The human body contains a significant volume of fluid. The typical 70 kilogram male has 42 litres of fluid, comprising 60 per cent of his body weight. The typical adult female body has slightly less - around 55 per cent - because females have a higher proportion of body fat (Brandis 2019).
Two-thirds of total body fluid is intracellular. The remainder is mostly extracellular (blood, plasma, interstitial fluid), with a small amount of transcellular fluid (cerebrospinal, synovial, peritoneal, and pleural) (Tobias & Mohiuddin 2020; Brandis 2019).

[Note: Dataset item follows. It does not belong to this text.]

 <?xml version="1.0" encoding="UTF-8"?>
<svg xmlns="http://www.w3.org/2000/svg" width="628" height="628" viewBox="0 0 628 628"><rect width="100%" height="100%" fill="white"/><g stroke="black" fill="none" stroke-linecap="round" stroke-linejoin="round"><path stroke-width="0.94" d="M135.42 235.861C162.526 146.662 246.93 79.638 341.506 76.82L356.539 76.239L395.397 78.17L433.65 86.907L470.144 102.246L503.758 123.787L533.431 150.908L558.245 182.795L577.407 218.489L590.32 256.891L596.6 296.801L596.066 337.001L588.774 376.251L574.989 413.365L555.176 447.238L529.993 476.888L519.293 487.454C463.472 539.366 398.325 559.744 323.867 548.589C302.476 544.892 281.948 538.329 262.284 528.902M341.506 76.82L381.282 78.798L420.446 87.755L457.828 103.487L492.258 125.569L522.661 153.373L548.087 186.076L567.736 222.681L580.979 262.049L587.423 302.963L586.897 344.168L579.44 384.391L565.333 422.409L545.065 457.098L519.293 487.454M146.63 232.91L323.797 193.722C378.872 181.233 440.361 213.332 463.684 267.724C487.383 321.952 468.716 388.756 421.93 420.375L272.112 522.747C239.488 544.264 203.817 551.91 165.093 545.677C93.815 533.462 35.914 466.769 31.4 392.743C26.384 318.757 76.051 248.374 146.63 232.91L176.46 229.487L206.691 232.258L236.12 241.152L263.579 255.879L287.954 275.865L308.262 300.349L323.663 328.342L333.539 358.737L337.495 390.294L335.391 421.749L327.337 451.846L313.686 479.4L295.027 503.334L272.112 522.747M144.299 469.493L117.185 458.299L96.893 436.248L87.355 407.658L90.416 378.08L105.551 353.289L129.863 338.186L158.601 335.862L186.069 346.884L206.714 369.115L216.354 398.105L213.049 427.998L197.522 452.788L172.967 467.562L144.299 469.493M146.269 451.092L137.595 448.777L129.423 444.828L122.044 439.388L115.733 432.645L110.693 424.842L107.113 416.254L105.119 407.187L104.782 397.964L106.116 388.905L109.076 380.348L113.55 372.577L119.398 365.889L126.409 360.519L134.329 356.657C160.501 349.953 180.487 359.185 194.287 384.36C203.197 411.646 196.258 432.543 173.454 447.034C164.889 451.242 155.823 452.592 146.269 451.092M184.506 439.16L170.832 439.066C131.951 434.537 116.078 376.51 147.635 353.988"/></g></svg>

Absolute hypovolaemia is the term used to describe the loss of volume of fluid from the body (e.g. during haemorrhage). Relative hypovolaemia is the term used when there is shifting or inappropriate redistribution of body fluids within the body (e.g. major burn trauma). When there is significant acute volume loss or redistribution of body fluid, the patient is at risk of hypovolaemic shock (Modric 2018).
Volume of fluid loss
Percentage of total volume*
Mild hypovolaemia
750ml
15%
Moderate hypovolaemia
750 – 1500ml
15 – 30%
Severe hypovolaemia
>2L
>40%
Note: The above values are based on a 70 kg adult.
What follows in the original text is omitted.